### Task brief
Looking at the entries below, how many lines include the word "commit"? Answer with the number alone.
Entries provided: Begin
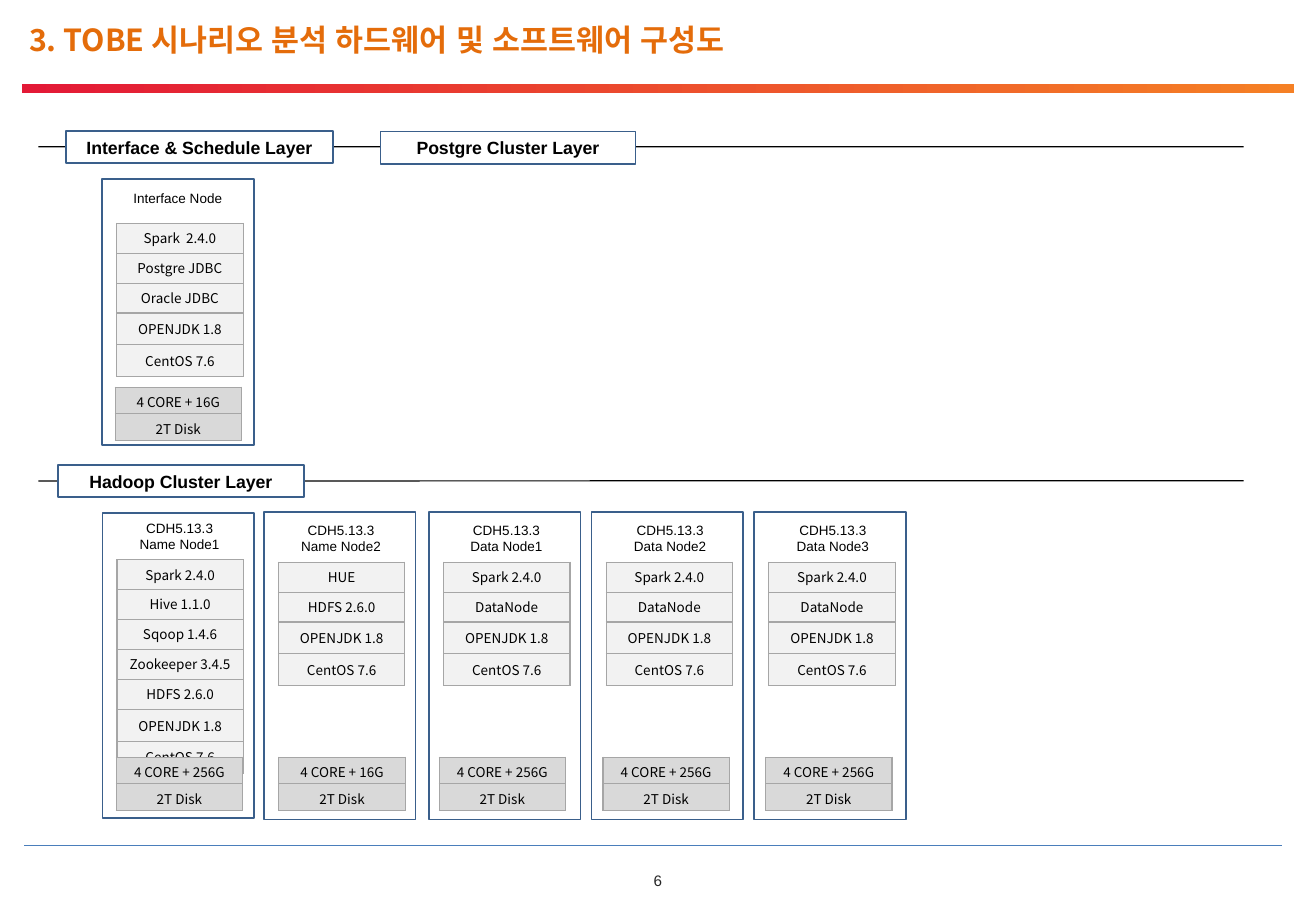
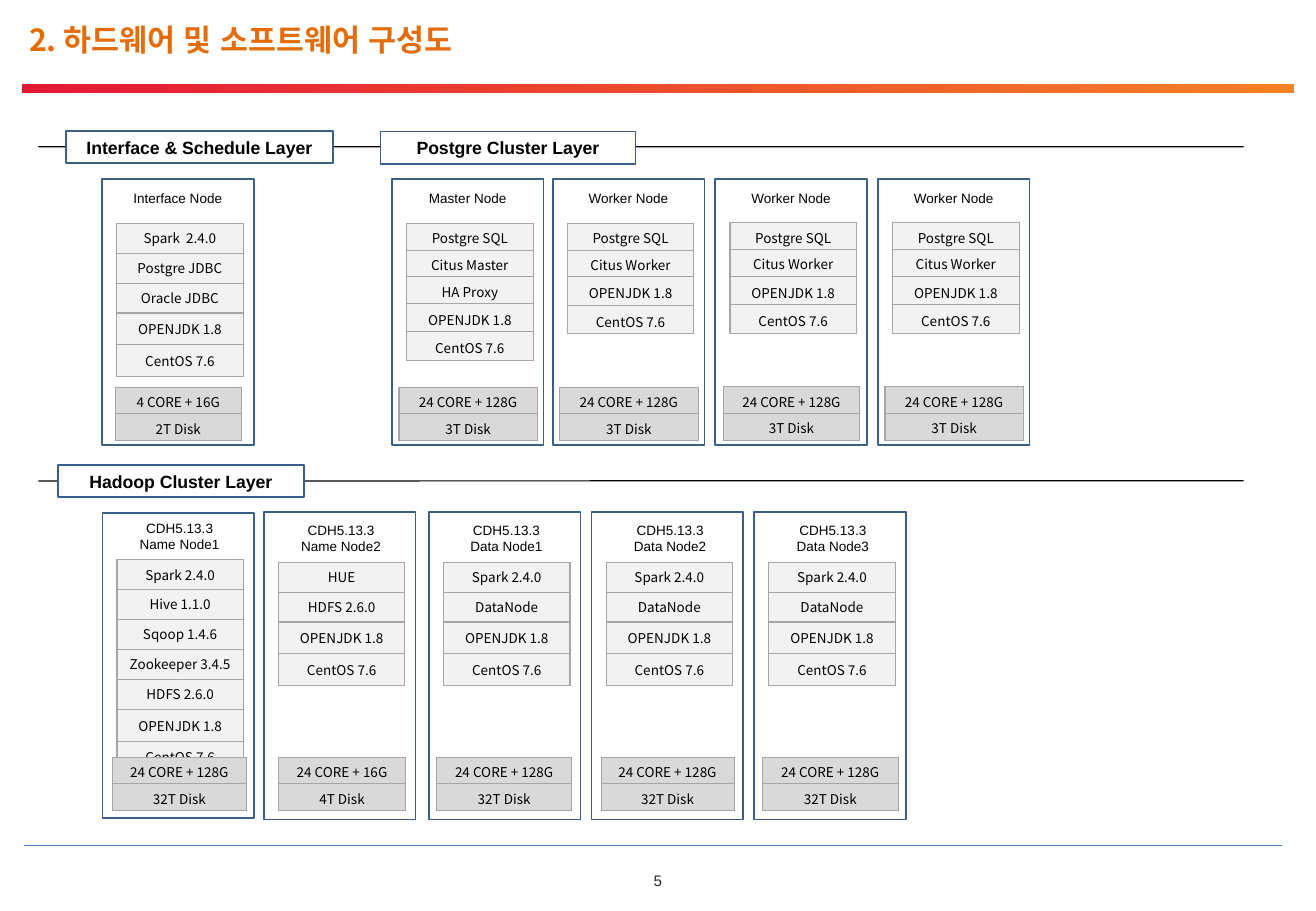
Before and after one commit to pmosoft/spark_scala, a slide deck: slide 6 of eos/02.설계/TEOSPI-아키텍처 정의서_v0.5_20190828.pptx (slide 7 before the commit). Drawn at 1316x911 pixels with LibreOffice and Linux fonts; fonts in the diff are those of the drawing; background and template pictures are left out. Boxes give left, top, right and bottom in pixels: in the first picture for what was removed or moved away, otherwise in the second. Text is boxed around its words. In the diff, an @@ line names an element or a change of style, - is before the commit and + after.

```diff
--- a/eos/02.설계/TEOSPI-아키텍처 정의서_v0.5_20190828.pptx
+++ b/eos/02.설계/TEOSPI-아키텍처 정의서_v0.5_20190828.pptx
@@ text at [29,25,453,54]: text changed @@
-3. TOBE 시나리오 분석 하드웨어 및 소프트웨어 구성도
+2. 하드웨어 및 소프트웨어 구성도
@@ rectangle added at [716,179,868,445], fill #FFFFFF, outline #3A5F8C 1 pt @@
@@ rectangle added at [879,179,1030,445], fill #FFFFFF, outline #3A5F8C 1 pt @@
@@ rectangle added at [392,180,544,446], fill #FFFFFF, outline #3A5F8C 1 pt @@
@@ text added at [429,193,506,203], 8 pt, text #000000 @@
+Master Node
@@ rectangle added at [553,180,705,446], fill #FFFFFF, outline #3A5F8C 1 pt @@
@@ text added at [589,193,668,203], 8 pt, text #000000 @@
+Worker Node
@@ text added at [751,193,830,203], 8 pt, text #000000 @@
+Worker Node
@@ text added at [914,193,993,203], 8 pt, text #000000 @@
+Worker Node
@@ table added at [407,224,533,361], 5 rows, 1 columns @@
+Postgre SQL
+Citus Master
+HA Proxy
+OPENJDK 1.8
+CentOS 7.6
@@ table added at [567,224,694,334], 4 rows, 1 columns @@
+Postgre SQL
+Citus Worker
+OPENJDK 1.8
+CentOS 7.6
@@ table added at [730,222,857,333], 4 rows, 1 columns @@
+Postgre SQL
+Citus Worker
+OPENJDK 1.8
+CentOS 7.6
@@ table added at [893,222,1020,333], 4 rows, 1 columns @@
+Postgre SQL
+Citus Worker
+OPENJDK 1.8
+CentOS 7.6
@@ table added at [399,388,537,441], 2 rows, 1 columns @@
+24 CORE + 128G
+3T Disk
@@ table added at [560,388,699,441], 2 rows, 1 columns @@
+24 CORE + 128G
+3T Disk
@@ table added at [723,386,860,440], 2 rows, 1 columns @@
+24 CORE + 128G
+3T Disk
@@ table added at [885,386,1023,440], 2 rows, 1 columns @@
+24 CORE + 128G
+3T Disk
@@ table at [112,757,247,811] @@
-row 1, column 1: 4 CORE + 256G
+row 1, column 1: 24 CORE + 128G
-row 2, column 1: 2T Disk
+row 2, column 1: 32T Disk
@@ table: place and size @@
-table at [117,757,243,811]
+table at [112,757,247,811]
@@ table at [279,757,406,811] @@
-row 1, column 1: 4 CORE + 16G
+row 1, column 1: 24 CORE + 16G
-row 2, column 1: 2T Disk
+row 2, column 1: 4T Disk
@@ table at [436,757,571,811] @@
-row 1, column 1: 4 CORE + 256G
+row 1, column 1: 24 CORE + 128G
-row 2, column 1: 2T Disk
+row 2, column 1: 32T Disk
@@ table: place and size @@
-table at [440,757,566,811]
+table at [436,757,571,811]
@@ table at [601,757,734,811] @@
-row 1, column 1: 4 CORE + 256G
+row 1, column 1: 24 CORE + 128G
-row 2, column 1: 2T Disk
+row 2, column 1: 32T Disk
@@ table: place and size @@
-table at [603,757,729,811]
+table at [601,757,734,811]
@@ table at [763,757,899,811] @@
-row 1, column 1: 4 CORE + 256G
+row 1, column 1: 24 CORE + 128G
-row 2, column 1: 2T Disk
+row 2, column 1: 32T Disk
@@ table: place and size @@
-table at [766,757,892,811]
+table at [763,757,899,811]
@@ page number at [654,875,662,886]: text changed @@
-6
+5
```
Also in this commit, not shown: 3 other slides changed, 3 slides added, 2 slides removed, 4 other files.
Entries provided: End
### Output of the exercise
2